Extracted data entries
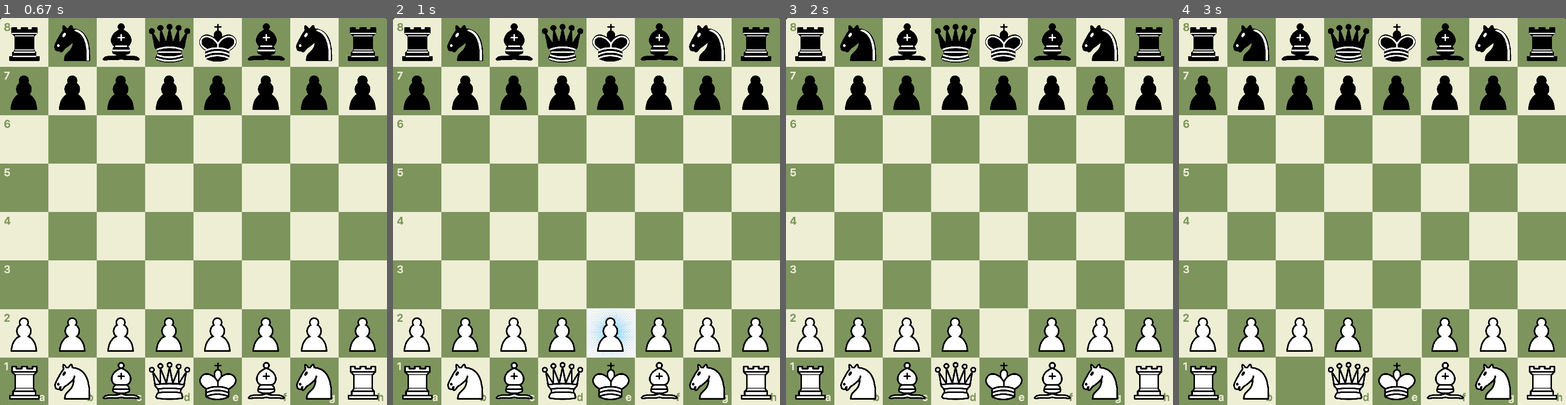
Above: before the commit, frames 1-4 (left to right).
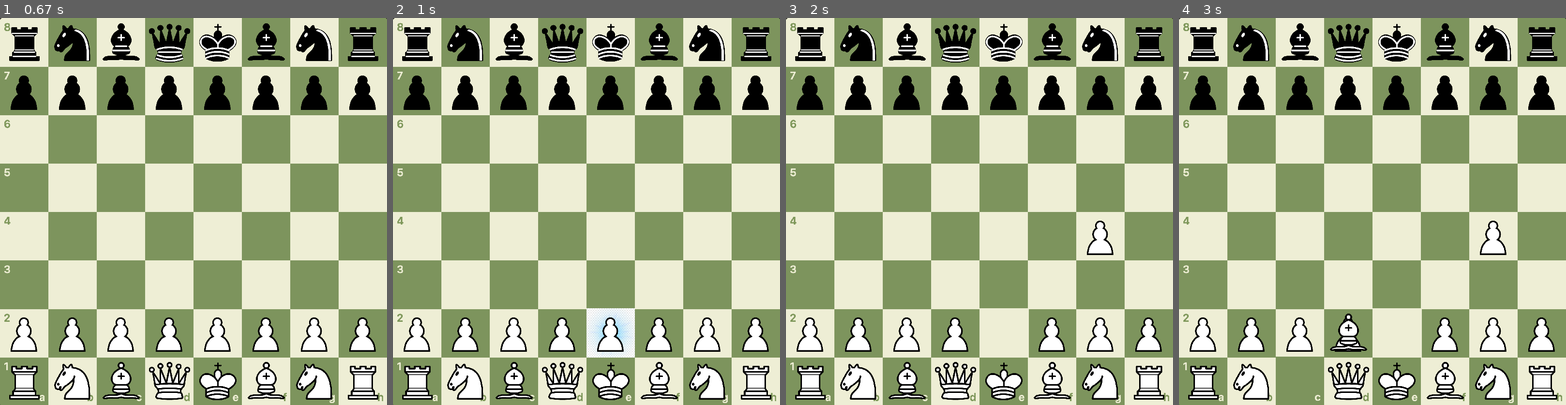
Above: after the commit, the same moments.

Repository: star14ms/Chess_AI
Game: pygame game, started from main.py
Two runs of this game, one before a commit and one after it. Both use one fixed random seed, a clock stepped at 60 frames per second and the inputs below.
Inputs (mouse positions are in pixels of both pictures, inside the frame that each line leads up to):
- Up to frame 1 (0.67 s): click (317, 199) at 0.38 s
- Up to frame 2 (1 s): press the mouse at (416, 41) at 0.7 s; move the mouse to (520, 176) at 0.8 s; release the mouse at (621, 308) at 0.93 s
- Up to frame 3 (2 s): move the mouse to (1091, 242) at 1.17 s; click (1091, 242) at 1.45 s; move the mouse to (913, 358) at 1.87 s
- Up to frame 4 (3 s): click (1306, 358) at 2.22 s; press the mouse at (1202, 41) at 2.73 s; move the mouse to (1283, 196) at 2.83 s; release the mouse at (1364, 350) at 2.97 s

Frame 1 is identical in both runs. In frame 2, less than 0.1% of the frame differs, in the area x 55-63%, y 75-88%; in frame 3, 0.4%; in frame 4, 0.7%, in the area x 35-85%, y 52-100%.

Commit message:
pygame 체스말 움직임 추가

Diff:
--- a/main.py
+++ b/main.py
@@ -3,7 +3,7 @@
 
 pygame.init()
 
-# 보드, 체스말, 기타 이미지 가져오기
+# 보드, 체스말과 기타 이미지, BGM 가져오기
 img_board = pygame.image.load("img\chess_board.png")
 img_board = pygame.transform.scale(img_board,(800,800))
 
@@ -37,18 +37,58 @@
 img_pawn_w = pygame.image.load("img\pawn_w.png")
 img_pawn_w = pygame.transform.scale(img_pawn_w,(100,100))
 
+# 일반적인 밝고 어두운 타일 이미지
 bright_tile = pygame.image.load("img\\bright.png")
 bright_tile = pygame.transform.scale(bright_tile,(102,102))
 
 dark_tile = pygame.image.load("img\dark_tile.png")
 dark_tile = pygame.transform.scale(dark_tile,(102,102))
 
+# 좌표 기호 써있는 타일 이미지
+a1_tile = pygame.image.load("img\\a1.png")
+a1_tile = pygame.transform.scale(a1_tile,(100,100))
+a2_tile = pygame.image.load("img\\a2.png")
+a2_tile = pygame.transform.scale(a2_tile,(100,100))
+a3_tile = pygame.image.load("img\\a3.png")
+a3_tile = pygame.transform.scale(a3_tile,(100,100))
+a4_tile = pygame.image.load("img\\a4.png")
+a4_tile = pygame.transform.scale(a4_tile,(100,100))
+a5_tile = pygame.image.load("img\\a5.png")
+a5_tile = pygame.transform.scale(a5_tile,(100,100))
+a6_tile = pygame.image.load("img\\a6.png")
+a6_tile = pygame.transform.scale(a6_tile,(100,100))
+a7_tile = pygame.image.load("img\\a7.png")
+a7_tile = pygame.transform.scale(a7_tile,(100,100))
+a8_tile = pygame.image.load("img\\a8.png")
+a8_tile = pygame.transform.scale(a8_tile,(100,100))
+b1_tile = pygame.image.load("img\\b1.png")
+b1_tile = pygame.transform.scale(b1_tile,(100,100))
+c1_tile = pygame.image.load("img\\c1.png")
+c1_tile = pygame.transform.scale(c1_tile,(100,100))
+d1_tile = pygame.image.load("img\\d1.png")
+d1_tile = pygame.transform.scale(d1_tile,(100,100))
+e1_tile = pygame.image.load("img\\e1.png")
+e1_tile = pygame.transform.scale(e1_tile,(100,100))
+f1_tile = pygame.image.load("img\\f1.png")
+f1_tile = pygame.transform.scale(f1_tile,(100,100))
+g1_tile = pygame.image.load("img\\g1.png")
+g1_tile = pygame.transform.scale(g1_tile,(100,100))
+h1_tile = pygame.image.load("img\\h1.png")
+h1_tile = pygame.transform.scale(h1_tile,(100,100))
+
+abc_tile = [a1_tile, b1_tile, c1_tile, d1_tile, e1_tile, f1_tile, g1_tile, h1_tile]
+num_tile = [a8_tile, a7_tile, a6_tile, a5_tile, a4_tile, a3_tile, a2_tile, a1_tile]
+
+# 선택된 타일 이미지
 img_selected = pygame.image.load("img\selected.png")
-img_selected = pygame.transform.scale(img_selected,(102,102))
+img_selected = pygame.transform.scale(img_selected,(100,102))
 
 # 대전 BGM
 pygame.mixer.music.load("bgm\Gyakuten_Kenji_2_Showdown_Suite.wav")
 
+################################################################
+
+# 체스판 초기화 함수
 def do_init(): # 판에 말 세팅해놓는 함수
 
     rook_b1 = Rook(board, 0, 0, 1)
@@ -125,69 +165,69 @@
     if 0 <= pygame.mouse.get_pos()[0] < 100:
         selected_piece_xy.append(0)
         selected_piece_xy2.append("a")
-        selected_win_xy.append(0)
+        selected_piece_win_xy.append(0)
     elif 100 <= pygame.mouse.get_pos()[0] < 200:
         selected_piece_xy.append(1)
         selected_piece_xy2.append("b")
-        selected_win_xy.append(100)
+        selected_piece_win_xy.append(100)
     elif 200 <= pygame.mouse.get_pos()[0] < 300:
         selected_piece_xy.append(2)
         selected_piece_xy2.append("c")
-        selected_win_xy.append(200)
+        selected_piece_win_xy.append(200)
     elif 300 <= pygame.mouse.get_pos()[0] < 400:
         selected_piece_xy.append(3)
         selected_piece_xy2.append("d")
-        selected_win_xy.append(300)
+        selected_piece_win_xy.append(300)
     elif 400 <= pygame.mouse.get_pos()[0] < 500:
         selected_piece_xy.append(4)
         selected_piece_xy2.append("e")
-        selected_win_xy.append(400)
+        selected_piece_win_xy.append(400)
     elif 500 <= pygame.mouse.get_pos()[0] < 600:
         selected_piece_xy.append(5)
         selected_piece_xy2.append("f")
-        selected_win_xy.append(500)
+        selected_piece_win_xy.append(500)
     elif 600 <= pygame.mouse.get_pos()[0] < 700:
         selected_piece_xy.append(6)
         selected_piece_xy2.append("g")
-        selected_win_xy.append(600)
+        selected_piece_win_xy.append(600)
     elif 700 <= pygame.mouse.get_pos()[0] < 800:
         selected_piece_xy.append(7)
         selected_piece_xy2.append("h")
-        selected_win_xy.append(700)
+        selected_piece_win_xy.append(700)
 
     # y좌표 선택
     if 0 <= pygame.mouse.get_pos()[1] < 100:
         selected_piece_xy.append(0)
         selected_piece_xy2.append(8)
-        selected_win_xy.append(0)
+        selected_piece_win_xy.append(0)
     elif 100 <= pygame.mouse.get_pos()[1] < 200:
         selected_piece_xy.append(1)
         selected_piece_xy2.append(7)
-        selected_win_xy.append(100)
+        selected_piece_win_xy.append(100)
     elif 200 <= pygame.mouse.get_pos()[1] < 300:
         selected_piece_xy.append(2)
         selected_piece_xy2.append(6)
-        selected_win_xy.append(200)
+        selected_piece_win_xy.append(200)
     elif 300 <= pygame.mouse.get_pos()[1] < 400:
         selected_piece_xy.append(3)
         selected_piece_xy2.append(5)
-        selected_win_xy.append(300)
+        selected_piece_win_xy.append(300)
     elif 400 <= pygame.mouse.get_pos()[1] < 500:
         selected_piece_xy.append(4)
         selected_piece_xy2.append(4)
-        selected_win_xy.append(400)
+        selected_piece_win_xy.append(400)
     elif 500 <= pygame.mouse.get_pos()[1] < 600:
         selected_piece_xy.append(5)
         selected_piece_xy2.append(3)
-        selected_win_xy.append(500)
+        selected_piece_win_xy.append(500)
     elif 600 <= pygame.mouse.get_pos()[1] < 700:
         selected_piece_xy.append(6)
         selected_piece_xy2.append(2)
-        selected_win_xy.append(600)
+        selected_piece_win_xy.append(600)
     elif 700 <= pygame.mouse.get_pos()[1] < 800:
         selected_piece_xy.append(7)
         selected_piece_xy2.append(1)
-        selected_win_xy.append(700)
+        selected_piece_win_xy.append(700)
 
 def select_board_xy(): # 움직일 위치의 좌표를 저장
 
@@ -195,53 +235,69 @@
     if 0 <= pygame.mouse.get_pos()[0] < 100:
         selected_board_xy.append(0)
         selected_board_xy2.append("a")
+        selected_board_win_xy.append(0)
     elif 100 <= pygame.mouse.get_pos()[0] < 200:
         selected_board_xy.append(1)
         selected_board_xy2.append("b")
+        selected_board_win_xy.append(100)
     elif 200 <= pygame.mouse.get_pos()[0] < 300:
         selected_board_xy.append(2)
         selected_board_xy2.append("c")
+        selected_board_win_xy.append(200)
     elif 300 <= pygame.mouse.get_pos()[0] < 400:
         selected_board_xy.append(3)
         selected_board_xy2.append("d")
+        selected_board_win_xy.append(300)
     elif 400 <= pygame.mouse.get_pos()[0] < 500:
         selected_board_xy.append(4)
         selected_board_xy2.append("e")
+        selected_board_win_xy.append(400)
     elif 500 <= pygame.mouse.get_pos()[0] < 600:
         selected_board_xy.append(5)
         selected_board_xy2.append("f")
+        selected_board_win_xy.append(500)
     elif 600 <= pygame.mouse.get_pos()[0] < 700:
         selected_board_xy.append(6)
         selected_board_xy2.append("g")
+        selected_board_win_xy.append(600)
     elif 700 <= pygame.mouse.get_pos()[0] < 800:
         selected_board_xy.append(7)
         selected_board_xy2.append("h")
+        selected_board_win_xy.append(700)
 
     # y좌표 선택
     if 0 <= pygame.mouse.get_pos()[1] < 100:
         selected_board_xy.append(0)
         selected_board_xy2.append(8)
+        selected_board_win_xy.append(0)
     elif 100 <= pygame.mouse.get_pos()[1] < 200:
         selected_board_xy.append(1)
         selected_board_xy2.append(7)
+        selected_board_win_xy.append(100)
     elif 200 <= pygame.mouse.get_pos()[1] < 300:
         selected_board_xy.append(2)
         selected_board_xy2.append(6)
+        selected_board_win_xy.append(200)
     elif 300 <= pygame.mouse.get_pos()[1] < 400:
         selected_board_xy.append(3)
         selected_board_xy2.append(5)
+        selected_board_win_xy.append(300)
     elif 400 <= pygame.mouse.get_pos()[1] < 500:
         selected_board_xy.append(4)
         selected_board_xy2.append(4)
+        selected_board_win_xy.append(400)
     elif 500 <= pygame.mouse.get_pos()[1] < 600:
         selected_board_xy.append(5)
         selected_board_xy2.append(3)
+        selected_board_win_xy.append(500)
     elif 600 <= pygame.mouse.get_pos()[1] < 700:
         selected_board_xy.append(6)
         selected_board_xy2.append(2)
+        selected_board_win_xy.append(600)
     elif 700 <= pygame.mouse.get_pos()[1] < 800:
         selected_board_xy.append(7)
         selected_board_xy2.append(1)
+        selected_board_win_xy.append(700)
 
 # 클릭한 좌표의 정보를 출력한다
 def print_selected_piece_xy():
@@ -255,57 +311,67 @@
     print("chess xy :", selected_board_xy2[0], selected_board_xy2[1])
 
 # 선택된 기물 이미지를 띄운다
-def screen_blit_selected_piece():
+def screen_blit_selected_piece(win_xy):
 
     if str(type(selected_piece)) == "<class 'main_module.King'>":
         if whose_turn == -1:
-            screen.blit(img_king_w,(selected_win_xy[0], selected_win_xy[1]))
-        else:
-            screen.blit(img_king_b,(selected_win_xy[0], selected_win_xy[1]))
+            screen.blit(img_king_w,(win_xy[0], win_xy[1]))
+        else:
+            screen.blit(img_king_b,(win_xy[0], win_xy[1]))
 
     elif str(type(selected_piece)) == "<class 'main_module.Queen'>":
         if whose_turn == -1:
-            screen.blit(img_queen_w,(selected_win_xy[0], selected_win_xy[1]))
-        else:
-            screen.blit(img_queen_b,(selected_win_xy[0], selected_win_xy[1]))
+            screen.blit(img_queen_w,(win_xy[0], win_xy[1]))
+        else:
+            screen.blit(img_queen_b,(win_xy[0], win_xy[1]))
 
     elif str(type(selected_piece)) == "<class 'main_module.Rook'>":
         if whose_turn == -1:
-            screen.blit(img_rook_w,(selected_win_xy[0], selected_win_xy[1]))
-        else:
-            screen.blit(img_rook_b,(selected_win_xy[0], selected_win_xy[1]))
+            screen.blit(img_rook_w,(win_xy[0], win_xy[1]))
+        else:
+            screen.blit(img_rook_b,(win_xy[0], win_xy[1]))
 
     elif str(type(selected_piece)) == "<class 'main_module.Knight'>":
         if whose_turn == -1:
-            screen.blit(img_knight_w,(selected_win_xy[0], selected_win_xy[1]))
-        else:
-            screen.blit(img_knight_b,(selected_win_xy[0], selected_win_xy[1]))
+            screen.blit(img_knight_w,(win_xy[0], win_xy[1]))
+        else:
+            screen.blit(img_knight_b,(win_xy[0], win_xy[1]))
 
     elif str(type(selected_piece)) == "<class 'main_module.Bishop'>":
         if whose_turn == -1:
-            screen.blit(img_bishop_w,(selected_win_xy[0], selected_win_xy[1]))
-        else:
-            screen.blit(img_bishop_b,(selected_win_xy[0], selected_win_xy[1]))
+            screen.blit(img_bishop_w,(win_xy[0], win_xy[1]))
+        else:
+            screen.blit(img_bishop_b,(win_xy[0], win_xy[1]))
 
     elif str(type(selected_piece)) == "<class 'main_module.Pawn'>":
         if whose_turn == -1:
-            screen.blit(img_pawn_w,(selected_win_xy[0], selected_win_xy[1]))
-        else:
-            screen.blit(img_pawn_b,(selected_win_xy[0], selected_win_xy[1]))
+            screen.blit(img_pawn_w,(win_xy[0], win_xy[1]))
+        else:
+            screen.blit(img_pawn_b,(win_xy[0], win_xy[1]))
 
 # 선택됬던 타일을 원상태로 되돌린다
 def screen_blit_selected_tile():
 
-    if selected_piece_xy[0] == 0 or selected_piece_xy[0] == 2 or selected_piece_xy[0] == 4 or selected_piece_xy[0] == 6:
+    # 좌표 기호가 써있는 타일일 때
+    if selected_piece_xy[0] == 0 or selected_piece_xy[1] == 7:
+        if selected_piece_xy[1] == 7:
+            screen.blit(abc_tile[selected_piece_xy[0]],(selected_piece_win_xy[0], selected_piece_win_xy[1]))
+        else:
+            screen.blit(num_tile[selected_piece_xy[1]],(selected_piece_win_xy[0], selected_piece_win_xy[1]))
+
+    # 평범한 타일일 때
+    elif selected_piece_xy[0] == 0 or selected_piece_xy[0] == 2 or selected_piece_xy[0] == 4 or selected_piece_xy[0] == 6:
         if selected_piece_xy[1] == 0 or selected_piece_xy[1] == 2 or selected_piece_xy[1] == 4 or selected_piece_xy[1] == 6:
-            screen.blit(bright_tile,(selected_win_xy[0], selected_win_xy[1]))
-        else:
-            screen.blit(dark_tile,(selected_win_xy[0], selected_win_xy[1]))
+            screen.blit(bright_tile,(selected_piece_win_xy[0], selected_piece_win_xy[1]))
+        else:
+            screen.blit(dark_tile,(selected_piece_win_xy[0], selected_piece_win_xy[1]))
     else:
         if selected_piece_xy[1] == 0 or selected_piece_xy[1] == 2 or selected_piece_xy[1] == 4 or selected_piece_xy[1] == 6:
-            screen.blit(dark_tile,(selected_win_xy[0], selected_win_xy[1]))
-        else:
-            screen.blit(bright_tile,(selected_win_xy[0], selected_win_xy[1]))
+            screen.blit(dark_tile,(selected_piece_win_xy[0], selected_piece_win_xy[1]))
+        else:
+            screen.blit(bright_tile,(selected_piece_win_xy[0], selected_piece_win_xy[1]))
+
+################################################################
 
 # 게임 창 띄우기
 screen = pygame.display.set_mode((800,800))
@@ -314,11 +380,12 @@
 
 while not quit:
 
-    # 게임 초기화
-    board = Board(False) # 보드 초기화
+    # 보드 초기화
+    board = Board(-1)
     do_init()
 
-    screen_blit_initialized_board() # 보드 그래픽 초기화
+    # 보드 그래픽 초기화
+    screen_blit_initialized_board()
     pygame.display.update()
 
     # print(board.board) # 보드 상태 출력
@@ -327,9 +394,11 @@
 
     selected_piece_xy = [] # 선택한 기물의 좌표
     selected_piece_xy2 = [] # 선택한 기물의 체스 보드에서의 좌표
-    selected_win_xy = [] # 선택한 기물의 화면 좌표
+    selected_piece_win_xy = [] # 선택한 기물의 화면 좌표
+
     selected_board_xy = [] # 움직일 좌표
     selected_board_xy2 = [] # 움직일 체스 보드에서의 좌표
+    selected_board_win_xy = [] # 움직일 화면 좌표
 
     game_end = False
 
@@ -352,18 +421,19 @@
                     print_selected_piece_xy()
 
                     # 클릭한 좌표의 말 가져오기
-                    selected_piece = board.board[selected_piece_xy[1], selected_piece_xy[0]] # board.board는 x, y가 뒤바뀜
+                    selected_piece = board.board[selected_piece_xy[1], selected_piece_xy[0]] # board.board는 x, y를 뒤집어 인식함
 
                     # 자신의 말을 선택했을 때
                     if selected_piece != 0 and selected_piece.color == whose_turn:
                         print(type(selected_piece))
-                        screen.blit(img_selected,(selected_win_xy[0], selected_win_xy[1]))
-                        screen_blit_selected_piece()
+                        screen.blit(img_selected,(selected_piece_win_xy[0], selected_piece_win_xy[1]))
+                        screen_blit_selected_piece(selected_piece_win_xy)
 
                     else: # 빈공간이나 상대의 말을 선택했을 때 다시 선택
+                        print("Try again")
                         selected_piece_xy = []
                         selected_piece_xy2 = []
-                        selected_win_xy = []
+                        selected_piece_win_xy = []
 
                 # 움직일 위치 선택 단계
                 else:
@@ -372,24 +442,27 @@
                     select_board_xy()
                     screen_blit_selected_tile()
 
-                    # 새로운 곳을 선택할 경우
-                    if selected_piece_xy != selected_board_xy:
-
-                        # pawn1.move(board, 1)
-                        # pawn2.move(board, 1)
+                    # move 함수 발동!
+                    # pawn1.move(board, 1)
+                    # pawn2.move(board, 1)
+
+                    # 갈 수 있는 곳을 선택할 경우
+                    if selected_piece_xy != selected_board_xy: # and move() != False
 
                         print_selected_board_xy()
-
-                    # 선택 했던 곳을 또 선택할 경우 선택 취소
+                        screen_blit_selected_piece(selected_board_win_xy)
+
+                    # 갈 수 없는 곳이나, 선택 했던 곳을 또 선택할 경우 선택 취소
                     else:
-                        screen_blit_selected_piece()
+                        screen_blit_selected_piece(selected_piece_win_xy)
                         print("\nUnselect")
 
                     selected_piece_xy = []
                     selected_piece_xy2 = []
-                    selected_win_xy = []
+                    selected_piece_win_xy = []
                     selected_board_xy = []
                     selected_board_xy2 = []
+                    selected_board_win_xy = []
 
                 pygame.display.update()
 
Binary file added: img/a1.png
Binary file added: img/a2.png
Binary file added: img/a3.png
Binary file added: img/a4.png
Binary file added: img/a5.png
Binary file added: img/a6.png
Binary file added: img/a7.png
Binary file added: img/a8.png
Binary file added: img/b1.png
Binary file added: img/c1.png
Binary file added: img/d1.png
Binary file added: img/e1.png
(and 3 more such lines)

• _Aim of the task_
Through the line containing "Two runs of" and no further, restate the data above word for word from its first line, leaving out pictures.

• _Output for this exercise_
Above: before the commit, frames 1-4 (left to right).
Above: after the commit, the same moments.

Repository: star14ms/Chess_AI
Game: pygame game, started from main.py
Two runs of this game, one before a commit and one after it. Both use one fixed random seed, a clock stepped at 60 frames per second and the inputs below.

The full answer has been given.